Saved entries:
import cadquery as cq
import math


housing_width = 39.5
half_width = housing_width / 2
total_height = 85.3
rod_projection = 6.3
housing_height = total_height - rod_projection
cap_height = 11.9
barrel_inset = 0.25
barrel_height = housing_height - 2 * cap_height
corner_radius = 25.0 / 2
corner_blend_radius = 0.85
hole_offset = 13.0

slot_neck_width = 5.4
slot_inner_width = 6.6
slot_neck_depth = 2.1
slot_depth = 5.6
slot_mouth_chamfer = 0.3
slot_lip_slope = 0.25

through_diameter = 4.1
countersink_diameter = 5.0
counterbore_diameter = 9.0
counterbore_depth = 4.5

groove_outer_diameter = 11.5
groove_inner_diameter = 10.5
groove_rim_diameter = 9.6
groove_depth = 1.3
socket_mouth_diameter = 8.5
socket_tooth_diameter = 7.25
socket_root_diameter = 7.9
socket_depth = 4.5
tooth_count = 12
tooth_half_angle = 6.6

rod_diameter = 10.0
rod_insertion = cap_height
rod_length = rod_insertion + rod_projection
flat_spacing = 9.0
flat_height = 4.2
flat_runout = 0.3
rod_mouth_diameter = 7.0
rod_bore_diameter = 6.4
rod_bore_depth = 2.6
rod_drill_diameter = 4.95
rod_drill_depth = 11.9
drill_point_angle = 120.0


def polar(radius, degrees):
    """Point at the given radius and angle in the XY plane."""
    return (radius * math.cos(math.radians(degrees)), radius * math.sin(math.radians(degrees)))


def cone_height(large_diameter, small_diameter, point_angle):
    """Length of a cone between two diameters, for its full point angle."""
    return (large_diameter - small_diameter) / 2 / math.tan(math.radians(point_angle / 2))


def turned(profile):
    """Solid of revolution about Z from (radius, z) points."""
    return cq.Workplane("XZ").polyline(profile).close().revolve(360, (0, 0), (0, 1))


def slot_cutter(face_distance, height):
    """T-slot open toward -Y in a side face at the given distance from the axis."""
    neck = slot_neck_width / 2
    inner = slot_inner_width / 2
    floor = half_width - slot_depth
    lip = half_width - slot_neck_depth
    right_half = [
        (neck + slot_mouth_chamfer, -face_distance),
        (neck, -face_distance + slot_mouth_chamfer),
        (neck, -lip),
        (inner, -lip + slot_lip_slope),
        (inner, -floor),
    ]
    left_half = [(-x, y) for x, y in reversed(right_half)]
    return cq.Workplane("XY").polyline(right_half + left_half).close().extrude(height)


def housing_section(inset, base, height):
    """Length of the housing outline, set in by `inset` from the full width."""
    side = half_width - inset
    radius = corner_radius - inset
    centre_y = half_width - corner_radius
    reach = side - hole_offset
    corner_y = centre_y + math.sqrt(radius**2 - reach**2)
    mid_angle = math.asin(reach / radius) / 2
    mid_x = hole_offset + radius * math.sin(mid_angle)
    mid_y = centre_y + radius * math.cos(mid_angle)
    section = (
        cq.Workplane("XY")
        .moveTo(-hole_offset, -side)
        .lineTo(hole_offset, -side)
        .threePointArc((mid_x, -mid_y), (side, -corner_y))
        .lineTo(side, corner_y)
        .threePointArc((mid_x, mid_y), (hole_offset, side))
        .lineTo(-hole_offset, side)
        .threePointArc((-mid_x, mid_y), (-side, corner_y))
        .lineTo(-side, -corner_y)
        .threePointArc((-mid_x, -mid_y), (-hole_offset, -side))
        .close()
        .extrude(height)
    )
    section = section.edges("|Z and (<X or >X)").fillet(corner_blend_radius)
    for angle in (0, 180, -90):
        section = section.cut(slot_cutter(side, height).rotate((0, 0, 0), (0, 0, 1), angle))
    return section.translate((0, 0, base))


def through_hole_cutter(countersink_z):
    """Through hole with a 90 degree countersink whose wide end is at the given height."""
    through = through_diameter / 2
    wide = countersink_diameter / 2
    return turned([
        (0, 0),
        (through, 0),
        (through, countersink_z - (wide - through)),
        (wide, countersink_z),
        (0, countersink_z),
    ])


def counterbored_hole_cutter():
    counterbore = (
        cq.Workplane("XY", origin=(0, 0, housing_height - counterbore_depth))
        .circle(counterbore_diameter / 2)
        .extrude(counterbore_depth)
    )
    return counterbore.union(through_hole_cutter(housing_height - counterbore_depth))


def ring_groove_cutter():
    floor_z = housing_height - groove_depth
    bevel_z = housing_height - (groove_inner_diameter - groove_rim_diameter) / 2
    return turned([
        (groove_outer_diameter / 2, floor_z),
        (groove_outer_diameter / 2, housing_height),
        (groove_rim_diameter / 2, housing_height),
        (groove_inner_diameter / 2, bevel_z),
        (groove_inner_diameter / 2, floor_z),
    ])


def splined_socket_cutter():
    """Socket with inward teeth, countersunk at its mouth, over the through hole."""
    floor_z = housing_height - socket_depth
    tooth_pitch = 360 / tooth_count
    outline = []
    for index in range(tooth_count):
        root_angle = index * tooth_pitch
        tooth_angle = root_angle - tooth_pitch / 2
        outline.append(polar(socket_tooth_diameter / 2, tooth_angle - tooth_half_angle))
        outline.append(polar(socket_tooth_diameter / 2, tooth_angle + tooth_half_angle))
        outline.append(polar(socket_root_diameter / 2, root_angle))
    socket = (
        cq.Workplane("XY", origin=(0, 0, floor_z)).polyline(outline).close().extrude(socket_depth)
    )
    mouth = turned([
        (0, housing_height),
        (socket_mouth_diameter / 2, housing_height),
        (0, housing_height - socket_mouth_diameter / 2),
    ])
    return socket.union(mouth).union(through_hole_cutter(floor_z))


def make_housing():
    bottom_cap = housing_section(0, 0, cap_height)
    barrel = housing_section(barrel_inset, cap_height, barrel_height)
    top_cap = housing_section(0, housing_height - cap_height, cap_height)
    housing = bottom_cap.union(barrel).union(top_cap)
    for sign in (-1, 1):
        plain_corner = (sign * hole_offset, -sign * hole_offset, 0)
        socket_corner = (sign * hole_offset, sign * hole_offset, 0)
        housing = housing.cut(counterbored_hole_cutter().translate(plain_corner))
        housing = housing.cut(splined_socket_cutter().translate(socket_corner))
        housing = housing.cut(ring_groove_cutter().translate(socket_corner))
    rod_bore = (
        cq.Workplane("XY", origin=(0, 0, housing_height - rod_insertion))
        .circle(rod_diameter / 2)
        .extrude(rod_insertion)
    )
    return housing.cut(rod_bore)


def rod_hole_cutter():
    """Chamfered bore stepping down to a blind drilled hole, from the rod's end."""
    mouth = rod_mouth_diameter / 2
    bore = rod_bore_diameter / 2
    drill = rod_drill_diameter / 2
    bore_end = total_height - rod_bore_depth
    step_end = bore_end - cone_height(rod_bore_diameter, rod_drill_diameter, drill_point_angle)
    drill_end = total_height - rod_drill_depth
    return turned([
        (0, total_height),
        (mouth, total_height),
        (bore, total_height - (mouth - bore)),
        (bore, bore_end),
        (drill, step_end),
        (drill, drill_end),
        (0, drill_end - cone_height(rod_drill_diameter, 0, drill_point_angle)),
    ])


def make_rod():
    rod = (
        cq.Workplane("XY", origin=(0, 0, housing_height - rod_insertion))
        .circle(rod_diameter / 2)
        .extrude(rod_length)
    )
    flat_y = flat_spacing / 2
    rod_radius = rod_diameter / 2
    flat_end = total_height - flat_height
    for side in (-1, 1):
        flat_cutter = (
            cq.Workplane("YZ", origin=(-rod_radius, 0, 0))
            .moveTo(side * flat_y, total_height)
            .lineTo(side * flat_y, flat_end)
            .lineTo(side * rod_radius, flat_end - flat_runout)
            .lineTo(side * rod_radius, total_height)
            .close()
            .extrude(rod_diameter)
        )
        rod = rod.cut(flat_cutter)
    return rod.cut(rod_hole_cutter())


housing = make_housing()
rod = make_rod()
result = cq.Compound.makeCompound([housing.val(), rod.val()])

» **Problem description**
Repeat back all entries verbatim.

» **Response**
import cadquery as cq
import math


housing_width = 39.5
half_width = housing_width / 2
total_height = 85.3
rod_projection = 6.3
housing_height = total_height - rod_projection
cap_height = 11.9
barrel_inset = 0.25
barrel_height = housing_height - 2 * cap_height
corner_radius = 25.0 / 2
corner_blend_radius = 0.85
hole_offset = 13.0

slot_neck_width = 5.4
slot_inner_width = 6.6
slot_neck_depth = 2.1
slot_depth = 5.6
slot_mouth_chamfer = 0.3
slot_lip_slope = 0.25

through_diameter = 4.1
countersink_diameter = 5.0
counterbore_diameter = 9.0
counterbore_depth = 4.5

groove_outer_diameter = 11.5
groove_inner_diameter = 10.5
groove_rim_diameter = 9.6
groove_depth = 1.3
socket_mouth_diameter = 8.5
socket_tooth_diameter = 7.25
socket_root_diameter = 7.9
socket_depth = 4.5
tooth_count = 12
tooth_half_angle = 6.6

rod_diameter = 10.0
rod_insertion = cap_height
rod_length = rod_insertion + rod_projection
flat_spacing = 9.0
flat_height = 4.2
flat_runout = 0.3
rod_mouth_diameter = 7.0
rod_bore_diameter = 6.4
rod_bore_depth = 2.6
rod_drill_diameter = 4.95
rod_drill_depth = 11.9
drill_point_angle = 120.0


def polar(radius, degrees):
    """Point at the given radius and angle in the XY plane."""
    return (radius * math.cos(math.radians(degrees)), radius * math.sin(math.radians(degrees)))


def cone_height(large_diameter, small_diameter, point_angle):
    """Length of a cone between two diameters, for its full point angle."""
    return (large_diameter - small_diameter) / 2 / math.tan(math.radians(point_angle / 2))


def turned(profile):
    """Solid of revolution about Z from (radius, z) points."""
    return cq.Workplane("XZ").polyline(profile).close().revolve(360, (0, 0), (0, 1))


def slot_cutter(face_distance, height):
    """T-slot open toward -Y in a side face at the given distance from the axis."""
    neck = slot_neck_width / 2
    inner = slot_inner_width / 2
    floor = half_width - slot_depth
    lip = half_width - slot_neck_depth
    right_half = [
        (neck + slot_mouth_chamfer, -face_distance),
        (neck, -face_distance + slot_mouth_chamfer),
        (neck, -lip),
        (inner, -lip + slot_lip_slope),
        (inner, -floor),
    ]
    left_half = [(-x, y) for x, y in reversed(right_half)]
    return cq.Workplane("XY").polyline(right_half + left_half).close().extrude(height)


def housing_section(inset, base, height):
    """Length of the housing outline, set in by `inset` from the full width."""
    side = half_width - inset
    radius = corner_radius - inset
    centre_y = half_width - corner_radius
    reach = side - hole_offset
    corner_y = centre_y + math.sqrt(radius**2 - reach**2)
    mid_angle = math.asin(reach / radius) / 2
    mid_x = hole_offset + radius * math.sin(mid_angle)
    mid_y = centre_y + radius * math.cos(mid_angle)
    section = (
        cq.Workplane("XY")
        .moveTo(-hole_offset, -side)
        .lineTo(hole_offset, -side)
        .threePointArc((mid_x, -mid_y), (side, -corner_y))
        .lineTo(side, corner_y)
        .threePointArc((mid_x, mid_y), (hole_offset, side))
        .lineTo(-hole_offset, side)
        .threePointArc((-mid_x, mid_y), (-side, corner_y))
        .lineTo(-side, -corner_y)
        .threePointArc((-mid_x, -mid_y), (-hole_offset, -side))
        .close()
        .extrude(height)
    )
    section = section.edges("|Z and (<X or >X)").fillet(corner_blend_radius)
    for angle in (0, 180, -90):
        section = section.cut(slot_cutter(side, height).rotate((0, 0, 0), (0, 0, 1), angle))
    return section.translate((0, 0, base))


def through_hole_cutter(countersink_z):
    """Through hole with a 90 degree countersink whose wide end is at the given height."""
    through = through_diameter / 2
    wide = countersink_diameter / 2
    return turned([
        (0, 0),
        (through, 0),
        (through, countersink_z - (wide - through)),
        (wide, countersink_z),
        (0, countersink_z),
    ])


def counterbored_hole_cutter():
    counterbore = (
        cq.Workplane("XY", origin=(0, 0, housing_height - counterbore_depth))
        .circle(counterbore_diameter / 2)
        .extrude(counterbore_depth)
    )
    return counterbore.union(through_hole_cutter(housing_height - counterbore_depth))


def ring_groove_cutter():
    floor_z = housing_height - groove_depth
    bevel_z = housing_height - (groove_inner_diameter - groove_rim_diameter) / 2
    return turned([
        (groove_outer_diameter / 2, floor_z),
        (groove_outer_diameter / 2, housing_height),
        (groove_rim_diameter / 2, housing_height),
        (groove_inner_diameter / 2, bevel_z),
        (groove_inner_diameter / 2, floor_z),
    ])


def splined_socket_cutter():
    """Socket with inward teeth, countersunk at its mouth, over the through hole."""
    floor_z = housing_height - socket_depth
    tooth_pitch = 360 / tooth_count
    outline = []
    for index in range(tooth_count):
        root_angle = index * tooth_pitch
        tooth_angle = root_angle - tooth_pitch / 2
        outline.append(polar(socket_tooth_diameter / 2, tooth_angle - tooth_half_angle))
        outline.append(polar(socket_tooth_diameter / 2, tooth_angle + tooth_half_angle))
        outline.append(polar(socket_root_diameter / 2, root_angle))
    socket = (
        cq.Workplane("XY", origin=(0, 0, floor_z)).polyline(outline).close().extrude(socket_depth)
    )
    mouth = turned([
        (0, housing_height),
        (socket_mouth_diameter / 2, housing_height),
        (0, housing_height - socket_mouth_diameter / 2),
    ])
    return socket.union(mouth).union(through_hole_cutter(floor_z))


def make_housing():
    bottom_cap = housing_section(0, 0, cap_height)
    barrel = housing_section(barrel_inset, cap_height, barrel_height)
    top_cap = housing_section(0, housing_height - cap_height, cap_height)
    housing = bottom_cap.union(barrel).union(top_cap)
    for sign in (-1, 1):
        plain_corner = (sign * hole_offset, -sign * hole_offset, 0)
        socket_corner = (sign * hole_offset, sign * hole_offset, 0)
        housing = housing.cut(counterbored_hole_cutter().translate(plain_corner))
        housing = housing.cut(splined_socket_cutter().translate(socket_corner))
        housing = housing.cut(ring_groove_cutter().translate(socket_corner))
    rod_bore = (
        cq.Workplane("XY", origin=(0, 0, housing_height - rod_insertion))
        .circle(rod_diameter / 2)
        .extrude(rod_insertion)
    )
    return housing.cut(rod_bore)


def rod_hole_cutter():
    """Chamfered bore stepping down to a blind drilled hole, from the rod's end."""
    mouth = rod_mouth_diameter / 2
    bore = rod_bore_diameter / 2
    drill = rod_drill_diameter / 2
    bore_end = total_height - rod_bore_depth
    step_end = bore_end - cone_height(rod_bore_diameter, rod_drill_diameter, drill_point_angle)
    drill_end = total_height - rod_drill_depth
    return turned([
        (0, total_height),
        (mouth, total_height),
        (bore, total_height - (mouth - bore)),
        (bore, bore_end),
        (drill, step_end),
        (drill, drill_end),
        (0, drill_end - cone_height(rod_drill_diameter, 0, drill_point_angle)),
    ])


def make_rod():
    rod = (
        cq.Workplane("XY", origin=(0, 0, housing_height - rod_insertion))
        .circle(rod_diameter / 2)
        .extrude(rod_length)
    )
    flat_y = flat_spacing / 2
    rod_radius = rod_diameter / 2
    flat_end = total_height - flat_height
    for side in (-1, 1):
        flat_cutter = (
            cq.Workplane("YZ", origin=(-rod_radius, 0, 0))
            .moveTo(side * flat_y, total_height)
            .lineTo(side * flat_y, flat_end)
            .lineTo(side * rod_radius, flat_end - flat_runout)
            .lineTo(side * rod_radius, total_height)
            .close()
            .extrude(rod_diameter)
        )
        rod = rod.cut(flat_cutter)
    return rod.cut(rod_hole_cutter())


housing = make_housing()
rod = make_rod()
result = cq.Compound.makeCompound([housing.val(), rod.val()])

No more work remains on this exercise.